If you’ve been reading SF/fantasy since the early 1980s, then you must be familiar with The Saga of the Exiles. Whatever happened to those books? Everybody had at least one. They were turning up in junk shops for years, you saw them everywhere, people were always reading them on the tube, in their lunch hour. People would wait for the new one each year. I was lucky enough to be able to discover them when they’d all been out for a while.
A fact which makes the lack of coverage of Magnificat all the curiouser. Maybe when you keep people waiting this long you lose their attention. Whatever, as far as I’m concerned, anyone that tells a story as well as Julian May deserves our indulgence.
Julian May has been a devotee of science fiction for a long time. The Galactic Milieu Trilogy and its prequel, Intervention, is, in many ways, an old fashioned SF epic, a semi-space opera/future history of Earth’s premier metapsychic (possessed of higher mental powers of which telepathy is only the beginning) family, the Remillards. Spanning 170 years, from the birth of the books’ narrator, Rogatien Remillard, it’s a magnificent good vs evil saga with fallible, powerful-vulnerable heroes and transcendent, redeemable, even heroic villains, finally curving back to the Pliocene quartet containing the redemption of the principal villain Marc. There are no one dimensional characters. Even those with walk-on parts are brilliantly drawn in detailed, data-filled but human blocks of prose. Lumps of scientific and future-historical data are downloaded in a similar manner.
In any other writer this would be a weakness, but not with May – every unusual storytelling trick works to near perfection. The one real weakness is a big one, smack in the middle of the plot of the Milieu Trilogy – we all know who the multiple-personality with the subconscious, psychotic alter-ego is almost right away, it’s so obvious – but the story is so good, who cares. The good-evil struggle reaches its purest expression in the conflict between the brothers Jack and Marc, a conflict foreshadowed and echoed many times throughout Intervention-Milieu.

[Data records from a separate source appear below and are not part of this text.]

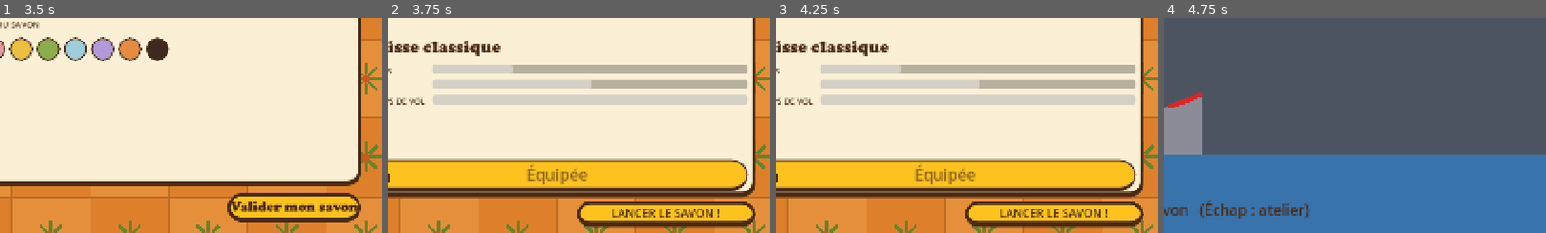
Above: before the commit, frames 1-4 (left to right).
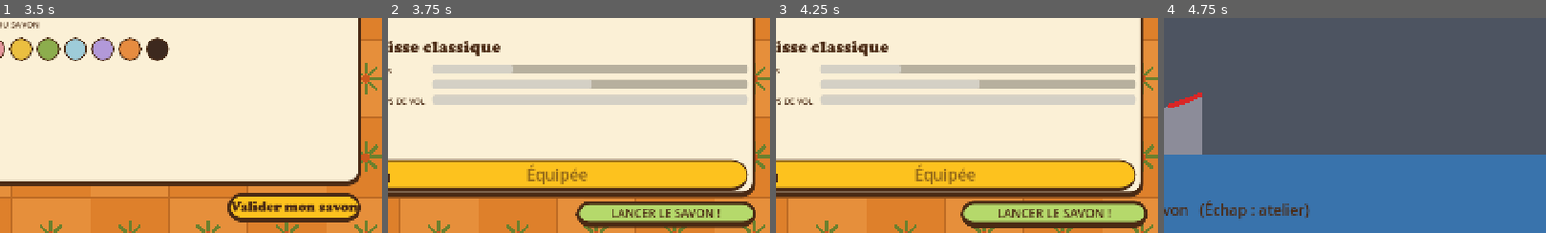
Above: after the commit, the same moments.

Repository: atostivint/LesAilesEtLaCaisse
Game: Godot game, scene res://scenes/score_bon.tscn
Same seed, same stepped clock (60 frames per second), same inputs: the game is played once before the commit and once after it. This scene is started directly instead of the project's main scene.
Inputs:
- Up to frame 1 (3.5 s): click "Rejouer" at 0.5 s; click "◂ Menu" at 1.25 s; click "Nouvelle partie" at 2 s; click "Nouvelle partie" at 2.75 s
- Up to frame 2 (3.75 s): click "◂ Atelier" at 3.5 s
- Up to frame 3 (4.25 s): no input
- Up to frame 4 (4.75 s): click "LANCER LE SAVON !" at 4.25 s
The pictures show only the part of the screen within x 50-100%, y 50-100%; the shares and areas given below are measured in that part.

Frame 1 is identical in both runs. In frame 2, 3.8% of the frame differs, in the area x 49-97%, y 85-98%; in frame 3, 4.9%, in the area x 48-98%, y 84-98%; in frame 4, nothing differs.

Commit message:
Atelier : bouton Lancer vert et pulsant, survol Équipes ; vol : suppression de la fenêtre de fin, passage direct au score
Co-Authored-By: Claude Haiku 5.5 <noreply@anthropic.com>

Diff:
--- a/scenes/vol.tscn
+++ b/scenes/vol.tscn
@@ -15,7 +15,7 @@
 position_smoothing_speed = 6.0
 
 [node name="ReturnDelay" type="Timer" parent="." unique_id=1688613712]
-wait_time = 0.5
+wait_time = 2.0
 one_shot = true
 
 [node name="SpawnTimer" type="Timer" parent="." unique_id=1714545708]
@@ -149,44 +149,6 @@
 theme_override_font_sizes/font_size = 54
 horizontal_alignment = 1
 
-[node name="ResultRoot" type="Control" parent="HUD" unique_id=159788654]
-unique_name_in_owner = true
-visible = false
-layout_mode = 3
-anchors_preset = 15
-anchor_right = 1.0
-anchor_bottom = 1.0
-grow_horizontal = 2
-grow_vertical = 2
-mouse_filter = 2
-
-[node name="Center" type="CenterContainer" parent="HUD/ResultRoot" unique_id=412937300]
-layout_mode = 0
-anchor_right = 1.0
-anchor_bottom = 1.0
-
-[node name="Panel" type="PanelContainer" parent="HUD/ResultRoot/Center" unique_id=1479140753]
-layout_mode = 2
-
-[node name="Box" type="VBoxContainer" parent="HUD/ResultRoot/Center/Panel" unique_id=1693778360]
-layout_mode = 2
-
-[node name="ResultLabel" type="Label" parent="HUD/ResultRoot/Center/Panel/Box" unique_id=313487858]
-unique_name_in_owner = true
-custom_minimum_size = Vector2(520, 0)
-layout_mode = 2
-theme_override_font_sizes/font_size = 34
-horizontal_alignment = 1
-
-[node name="ReturnLabel" type="Label" parent="HUD/ResultRoot/Center/Panel/Box" unique_id=607761589]
-unique_name_in_owner = true
-visible = false
-layout_mode = 2
-theme_override_font_sizes/font_size = 34
-text = "
-ENTRÉE : retour à l'atelier"
-horizontal_alignment = 1
-
 [connection signal="timeout" from="ReturnDelay" to="." method="_on_return_delay_timeout"]
 [connection signal="timeout" from="SpawnTimer" to="." method="_on_spawn_timer_timeout"]
 
--- a/scripts/atelier.gd
+++ b/scripts/atelier.gd
@@ -9,6 +9,7 @@
 const GRIS_BOUTON := Color(0.72, 0.72, 0.72, 1)
 const YELLOW_BTN := Color(0.99, 0.76, 0.12, 1)
 const FONT := preload("res://fonts/COOPBL.TTF")
+const VERT := Color(0.71, 0.85, 0.42, 1)
 const CADENAS := preload("res://scripts/cadenas.gd")
 const GRISE_TEXTE := Color(0.45, 0.42, 0.4, 1)
 const SHAPE_ICON := preload("res://scripts/shape_icon.gd")
@@ -43,6 +44,7 @@
 	fabriquer_button.pressed.connect(_on_fabriquer)
 	launch_button.pressed.connect(_on_launch)
 	launch_button.grab_focus()
+	_habiller_boutons()
 	preview.get_parent().resized.connect(_place_preview)
 	_refresh()
 
@@ -243,3 +245,21 @@
 	for child in node.get_children():
 		node.remove_child(child)
 		child.queue_free()
+
+
+func _habiller_boutons() -> void:
+	# Lancer le savon : vert, avec une légère pulsation pour donner envie de cliquer
+	for etat in ["normal", "hover", "pressed", "focus"]:
+		launch_button.add_theme_stylebox_override(etat, _card_style(VERT, 40, 6))
+	# Équipes : au survol, fond crème et texte orange
+	var equipes_button: Button = get_node("Margin/Main/Haut/EquipesButton")
+	for etat in ["hover", "pressed", "focus"]:
+		equipes_button.add_theme_stylebox_override(etat, _card_style(CREAM, 40, 6))
+	call_deferred("_animer_lancer")
+
+
+func _animer_lancer() -> void:
+	launch_button.pivot_offset = launch_button.size / 2.0
+	var pulsation := create_tween().set_loops()
+	pulsation.tween_property(launch_button, "scale", Vector2(1.05, 1.05), 0.7).set_trans(Tween.TRANS_SINE)
+	pulsation.tween_property(launch_button, "scale", Vector2.ONE, 0.7).set_trans(Tween.TRANS_SINE)
--- a/scripts/hud.gd
+++ b/scripts/hud.gd
@@ -12,9 +12,6 @@
 @onready var wings_label: Label = %WingsLabel
 @onready var hint_label: Label = %HintLabel
 @onready var popup_label: Label = %PopupLabel
-@onready var result_root: Control = %ResultRoot
-@onready var result_label: Label = %ResultLabel
-@onready var return_label: Label = %ReturnLabel
 
 
 func update_run(sim: FlightSim, tuning: Tuning) -> void:
@@ -40,12 +37,3 @@
 	_popup_tween = create_tween()
 	_popup_tween.tween_interval(duration - 0.4)
 	_popup_tween.tween_property(popup_label, "modulate:a", 0.0, 0.4)
-
-
-func show_result(text: String) -> void:
-	result_label.text = text
-	result_root.visible = true
-
-
-func set_return_prompt(shown: bool) -> void:
-	return_label.visible = shown
--- a/scripts/vol.gd
+++ b/scripts/vol.gd
@@ -143,7 +143,6 @@
 	soap.modulate = Color.WHITE
 	if sim.phase == FlightSim.Phase.STOPPED:
 		_shake(1.0)  # plouf
-	hud.show_result(_result_text())
 	return_delay.start()  # le message « ENTRÉE » n'apparaît (et l'écran ne se quitte) qu'après ce délai
 
 
@@ -163,7 +162,7 @@
 
 
 func _on_return_delay_timeout() -> void:
-	hud.set_return_prompt(true)
+	_aller_au_score()
 
 
 func _on_spawn_timer_timeout() -> void:
@@ -219,14 +218,3 @@
 				return "ESPACE dans la zone rouge du tremplin = bon décollage, puis MAINTIENS ESPACE pour voler"
 			return "MAINTIENS ESPACE : jetpack     relâche : tu retombes     évite les pièges, ramasse les pièces"
 	return ""
-
-
-func _result_text() -> String:
-	var lines: Array[String] = []
-	lines.append("LIGNE D'ARRIVÉE !" if result["door"] else ("PLOUF !" if not sim.broken else "PLUS D'AILES !"))
-	lines.append(tuning.cm(float(result["distance"])))
-	if result["record"]:
-		lines.append("NOUVEAU RECORD !")
-	lines.append("Récolte : %s" % tuning.collected_text(result["collected"]))
-	lines.append("Record : %s" % tuning.cm(GameState.best))
-	return "\n".join(lines)

A sprawling escapist saga in the tradition of the Lensman series, the Foundation books . . . only a million times more literary – it’s a positive literary pleasure, in fact, full of quotations and echoes, character and passion and relevance. Impossible to do more than scratch at it in a short review such as this, and fully-deserving of the feature article I didn’t have time to deliver. Entertaining, engaging, intelligent and full of ideas. Quite derivative – May acknowledges her debt to Olaf Stapledon within the books – yet totally original. I recommend you read them all.